This is our 20th annual State of the World conversation. The longer we go, the weirder the world gets! SOTW 2021 promises to be the weirdest yet, with the world evolving along the lines of the most extreme cyberpunk fever dreams.

Every year this conversation is hosted by the WELL, an online community that started as a BBS and has been around for 35 years. You can learn all about the WELL via Wikipedia: https://en.wikipedia.org/wiki/The_WELL

The annual State of the World event is a showcase for the WELL: if you want to have conversations like this every day, consider joining . Its long form conversations are a welcome change from drive-by posting on systems like Facebook and Twitter. Most conversations on the WELL are available to members only, but we're having this conversation in a special part of the WELL, called Inkwell.vue, that was set up for public conversation.
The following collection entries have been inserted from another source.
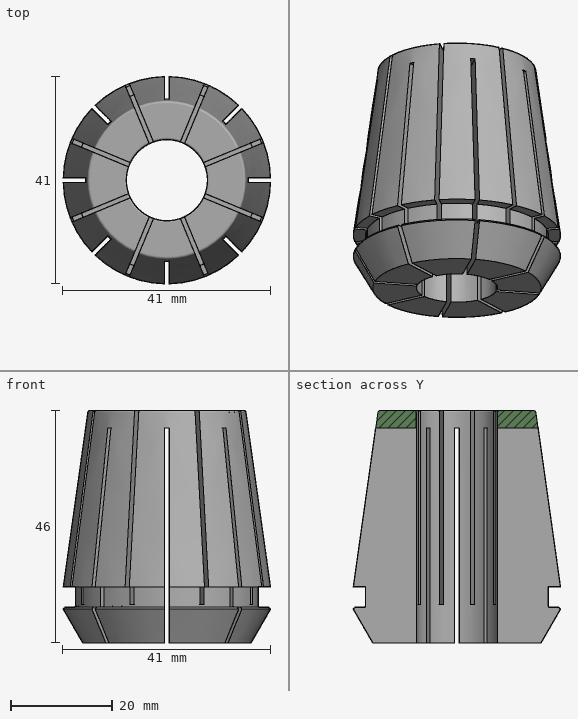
import cadquery as cq
import math

length = 46.0
max_radius = 20.5
bore_radius = 8.0
top_edge_fillet = 0.5
bore_edge_fillet = 0.4

taper_half_angle = 8.0
taper_start_z = 11.1
groove_width = 4.0
groove_radius = 18.1
groove_root_fillet = 0.2
nose_half_angle = 30.0
lip_chamfer = 0.4

slit_width = 0.9
slits_per_end = 8
nose_slit_end_wall = 3.5
top_slit_floor_z = 7.6

edge_tolerance = 0.01

groove_floor_z = taper_start_z - groove_width
lip_edge_z = groove_floor_z - lip_chamfer
nose_radius = max_radius - lip_edge_z * math.tan(math.radians(nose_half_angle))
taper_slope = math.tan(math.radians(taper_half_angle))


def taper_radius(z):
    """Radius of the clamping taper at height z."""
    return max_radius - (z - taper_start_z) * taper_slope


def fillet_circle(body, radius, z, fillet_radius):
    """Fillet the circular edge that has the given radius and height."""
    height_band = cq.selectors.BoxSelector(
        (-max_radius, -max_radius, z - edge_tolerance),
        (max_radius, max_radius, z + edge_tolerance),
    )
    circles = body.edges("%CIRCLE").edges(height_band)
    matching = circles.filter(lambda edge: abs(edge.radius() - radius) < edge_tolerance)
    return matching.fillet(fillet_radius)


def collet_blank():
    """Revolve the half section of the unslit collet about Z and round its edges."""
    section = (
        cq.Workplane("XZ")
        .moveTo(bore_radius, 0)
        .lineTo(nose_radius, 0)
        .lineTo(max_radius, lip_edge_z)
        .lineTo(max_radius - lip_chamfer, groove_floor_z)
        .lineTo(groove_radius, groove_floor_z)
        .lineTo(groove_radius, taper_start_z)
        .lineTo(max_radius, taper_start_z)
        .lineTo(taper_radius(length), length)
        .lineTo(bore_radius, length)
        .close()
    )
    blank = section.revolve(360, (0, 0, 0), (0, 1, 0))
    blank = fillet_circle(blank, taper_radius(length), length, top_edge_fillet)
    blank = fillet_circle(blank, bore_radius, length, bore_edge_fillet)
    return fillet_circle(blank, groove_radius, groove_floor_z, groove_root_fillet)


def radial_slits(bottom_z, top_z, first_angle):
    """Evenly spaced radial slit cutters between two heights."""
    slits = cq.Workplane("XY")
    blade = cq.Workplane("XY", origin=(0, 0, bottom_z)).box(
        2 * max_radius, slit_width, top_z - bottom_z, centered=(False, True, False)
    )
    pitch_angle = 360 / slits_per_end
    for index in range(slits_per_end):
        angle = first_angle + index * pitch_angle
        slits = slits.add(blade.rotate((0, 0, 0), (0, 0, 1), angle))
    return slits.combine()


nose_slits = radial_slits(0, length - nose_slit_end_wall, 0)
top_slits = radial_slits(top_slit_floor_z, length, 180 / slits_per_end)

result = collet_blank().cut(nose_slits).cut(top_slits)

Chairman Bruce on the state of the world excerpt on possessions:
I concentrate very hard on everyday objects -- intimate, immediate
things -- rather than on aspirational status luxuries. I remove things if I don't regularly interact with them or share them. I clear my space and time of obsolete tools that no longer efficiently perform a useful function.
When I stumble over some possession of mine, I don't thoughtlessly assume, in standard consumer-culture fashion, "Oh well, this is a good thing, it's been around here a long time, it's kind of nice, I'm used to it, it cost a lot once." Instead, I ask what it is doing now to earn the privilege of being in my immediate vicinity and taking up my attention. Quite often the answer is that it is doing nothing much, and hasn't seen pragmatic use for quite a while. In which case it should be given away, stored, sold, recycled or removed.
1. Beautiful things
2. Emotionally important things.
3. Efficient and useful tools.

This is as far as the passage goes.